Outside the walls of the hospital, Barbara wouldn't have known he was a
psychiatrist. Psychiatrist somehow conjured up images of Freud: a
bearded Victorian face, a cigar, and those speculative eyes. But Samuels
had the look of a man who was more at home on horseback or hiking
across the moors than probing disturbed psyches. He was well-built,
loose limbed, and clean shaven, with a tendency, Barbara guessed, to be
less than patient with anyone whose intelligence did not match his own.
He was probably the devil on a tennis court as well.
She'd begun to feel quite at ease with the hospital when Dr. Samuels
opened a narrow door—funny how it had been concealed by some
panelling—and led them into the new wing of the building. This was the
locked ward, looking and smelling exactly as Barbara had supposed a
locked ward would. The carpeting was a very dark, serviceable brown. The
walls were the colour of sunbaked sand, unadorned and broken only by
doors into which small windows were set at eye level. The air was filled
with that medicinal smell of antiseptics and detergents and drugs. And
it was cut by a low moaning that seemed to come from nowhere and
everywhere. It could have been the wind. It could have been anything.
Here it is, she told herself. The place for psychos, for girls who
decapitate daddies, for girls who murder. Lots of things are murder,
Barb.
"There's been absolutely nothing since her original statement,"Dr.
Samuels was saying to Lynley. "She's not catatonic. She's merely said
what she intends to say, I think."He glanced at the clipboard he was
carrying. "‘I did it. I'm sorry.' On the day the body was found. She's
not spoken since."
"There's no medical cause? She's been examined?"
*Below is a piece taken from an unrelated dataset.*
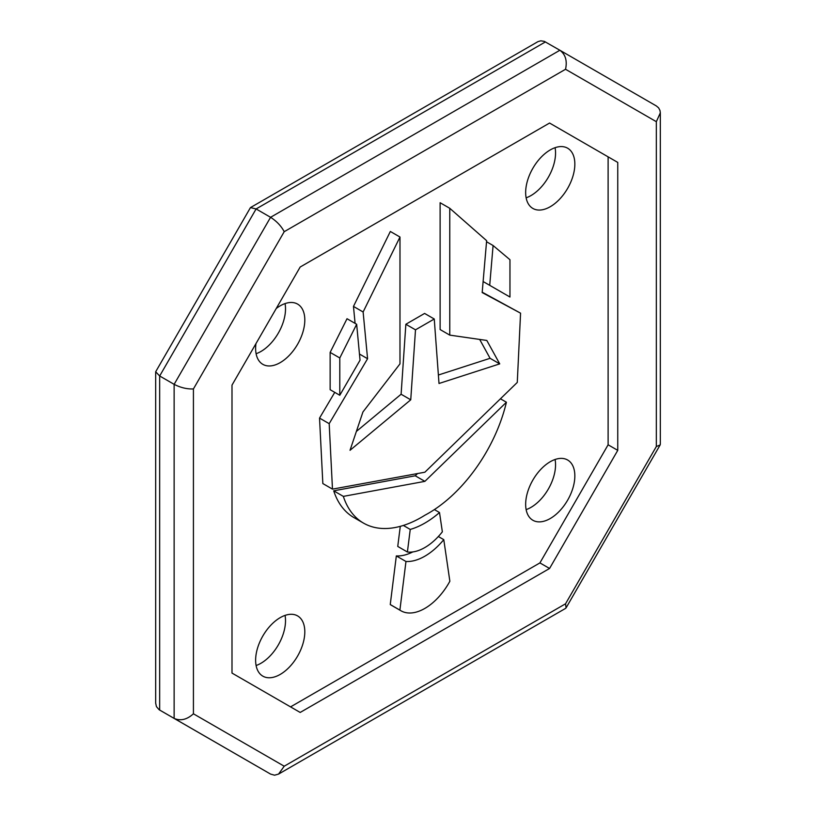 <?xml version="1.0" encoding="UTF-8"?>
<svg xmlns="http://www.w3.org/2000/svg" width="816" height="816" viewBox="0 0 816 816"><rect width="100%" height="100%" fill="white"/><g stroke="black" fill="none" stroke-linecap="round" stroke-linejoin="round"><path stroke-width="1.22" d="M256.051 765.714L159.671 710.063L270.575 774.088L174.134 718.417L174.134 384.336L174.134 718.417C180.56 721.171 186.997 719.63 193.423 713.796L193.423 388.946C186.997 389.191 180.56 387.651 174.134 384.336L159.671 375.982L256.112 208.947L270.575 217.301L174.134 384.336L270.575 217.301L559.888 50.255L270.575 217.301C276.665 221.207 281.204 226.001 284.213 231.693L565.539 69.268C567.375 60.782 565.498 54.448 559.888 50.255L544.323 41.371L540.845 40.82L537.989 41.616L250.461 207.59L256.112 208.947L545.425 41.912M256.112 765.745L159.14 709.736L156.437 706.636L155.672 703.137L155.672 371.77L250.461 207.59M155.672 371.77L159.671 375.982L159.671 710.063M565.539 69.268L656.329 121.686L660.328 112.863L659.981 110.466L658.624 107.875L656.329 105.937L559.888 50.255M555.074 147.696A34.782 20.084 -60 0 1 526.136 197.819M525.657 192.525A34.782 20.084 -60 0 1 540.835 157.519A34.782 20.084 -60 0 1 567.64 148.206A34.782 20.084 -60 0 1 567.64 188.363A34.782 20.084 -60 0 1 532.858 208.437A34.782 20.084 -60 0 1 525.657 192.525M285.039 615.397A34.782 20.084 -60 0 1 256.102 665.519M255.622 660.226A34.782 20.084 -60 0 1 270.81 625.229A34.782 20.084 -60 0 1 297.605 615.907A34.782 20.084 -60 0 1 297.605 656.064A34.782 20.084 -60 0 1 262.834 676.148A34.782 20.084 -60 0 1 255.622 660.226M555.074 459.5A34.782 20.084 -60 0 1 526.136 509.623M525.657 504.329A34.782 20.084 -60 0 1 540.835 469.322A34.782 20.084 -60 0 1 567.64 460.01A34.782 20.084 -60 0 1 567.64 500.167A34.782 20.084 -60 0 1 532.858 520.251A34.782 20.084 -60 0 1 525.657 504.329M285.039 303.593A34.782 20.084 -60 0 1 256.102 353.716M276.236 308.499A34.782 20.084 -60 0 1 297.605 304.103A34.782 20.084 -60 0 1 297.605 344.26A34.782 20.084 -60 0 1 262.834 364.344A34.782 20.084 -60 0 1 255.622 348.422A34.782 20.084 -60 0 1 255.949 343.638M500.443 398.8L506.41 402.237L424.881 481.358L415.232 475.789L417.547 473.545M415.232 475.789L333.703 490.814L343.342 496.383A115.637 66.759 120 0 0 363.508 523.107A115.637 66.759 120 0 0 424.881 515.233A115.637 66.759 120 0 0 506.41 402.237M333.703 490.814A115.637 66.759 120 0 0 353.858 517.538L363.508 523.107M424.881 481.358L343.342 496.383M656.329 121.686L656.329 446.546L565.539 603.799L284.213 766.214L278.562 774.088L274.564 775.2L270.575 774.088M656.329 446.546L660.134 444.965L660.328 444.23L660.328 112.863M565.539 603.799L566.08 607.869L565.539 608.41L278.562 774.088M549.566 568.477L300.186 712.45L231.999 673.078L231.999 385.121L300.186 267.016L549.566 123.043L617.753 162.415L617.753 450.361L549.566 568.477L539.917 562.907L290.547 706.88M617.753 162.415L608.114 156.845L608.114 444.791L539.917 562.907M608.114 444.791L617.753 450.361M339.793 395.27L360.04 360.193L356.663 324.278L339.793 357.969L339.793 395.27L330.143 389.701L330.143 352.4L339.793 357.969M356.663 324.278L347.024 318.719L330.143 352.4M407.398 552.004A47.807 27.601 120 0 0 442.354 531.818L439.508 512.54A84.701 48.899 -60 0 1 410.244 529.431L407.398 552.004L397.749 546.434L400.289 526.34M403.349 525.443L410.244 529.431M434.387 509.582L439.508 512.54M332.479 489.131L424.881 472.209L517.273 382.439L520.567 313.171L482.174 292.567L486.632 240.679L449.769 208.294L449.769 335.121L486.815 340.456L499.729 363.875L439.008 383.489L434.255 319.005L415.497 329.827L410.744 399.809L350.023 450.299L362.936 411.978L399.983 363.865L399.983 237.038L363.12 311.987L367.577 358.724L329.185 423.667L332.479 489.131L322.84 483.562L319.535 418.098L329.185 423.667M319.535 418.098L334.754 392.363M359.468 354.032L367.577 358.724M355.093 323.371L353.471 306.418L363.12 311.987M353.471 306.418L390.344 231.469L399.983 237.038M356.388 431.419L401.105 394.24L410.744 399.809M401.105 394.24L405.858 324.268L415.497 329.827M434.255 319.005L424.606 313.436L405.858 324.268M479.675 339.425L490.079 358.306L438.386 375.013M490.079 358.306L499.729 363.875M449.769 208.294L440.12 202.725L440.12 329.552L449.769 335.121M520.567 313.171L482.205 292.189M509.959 297.024L509.959 259.723L493.088 245.524L489.712 285.335L509.959 297.024M483.123 281.53L489.712 285.335M486.54 241.74L493.088 245.524M399.891 610.113L390.252 604.544A47.858 27.632 120 0 0 391.303 605.207L400.952 610.776A47.858 27.632 120 0 0 449.861 581.257L443.782 539.651A55.447 32.018 -60 0 1 405.97 561.49L399.891 610.113A47.858 27.632 120 0 0 400.952 610.776M390.252 604.544L396.331 555.92L405.97 561.49M438.345 536.52L443.782 539.651M396.331 555.92A55.447 32.018 120 0 0 412.804 551.932M284.213 766.214L193.423 713.796M193.423 388.946L284.213 231.693M566.08 607.869L660.134 444.965"/></g></svg>

Dr. Samuel's lips tightened in offence. It was clear that this Scotland
Yard intrusion bordered on insult, and if he had to impart information,
it would be minimal at best.
"She's been examined,"he said. "No seizure, no stroke. She can speak. She chooses not to."
If he was bothered by the clipped nature of the doctor's response,
Lynley didn't let it show. He was used to encountering attitudes like
the psychiatrist's, attitudes proclaiming that the police were
antagonists to be thwarted rather than allies to be helped. He slowed
his steps and told Dr. Samuel about Roberta's cache of food. This, at
least, caught the man's attention. When he next spoke, his words walked
the line between frustration and deeper thought.
"I don't know what to tell you, Inspector. The food could, as you guess,
be a compulsion. It could be a stimulus or a response. It could be a
source of gratification or a form of sublimation. Until Roberta's
willing to give us something to go on, it could be damn well anything."
Lynley shifted to another area. "Why did you take her from the Richmond police? Isn't that a bit irregular?"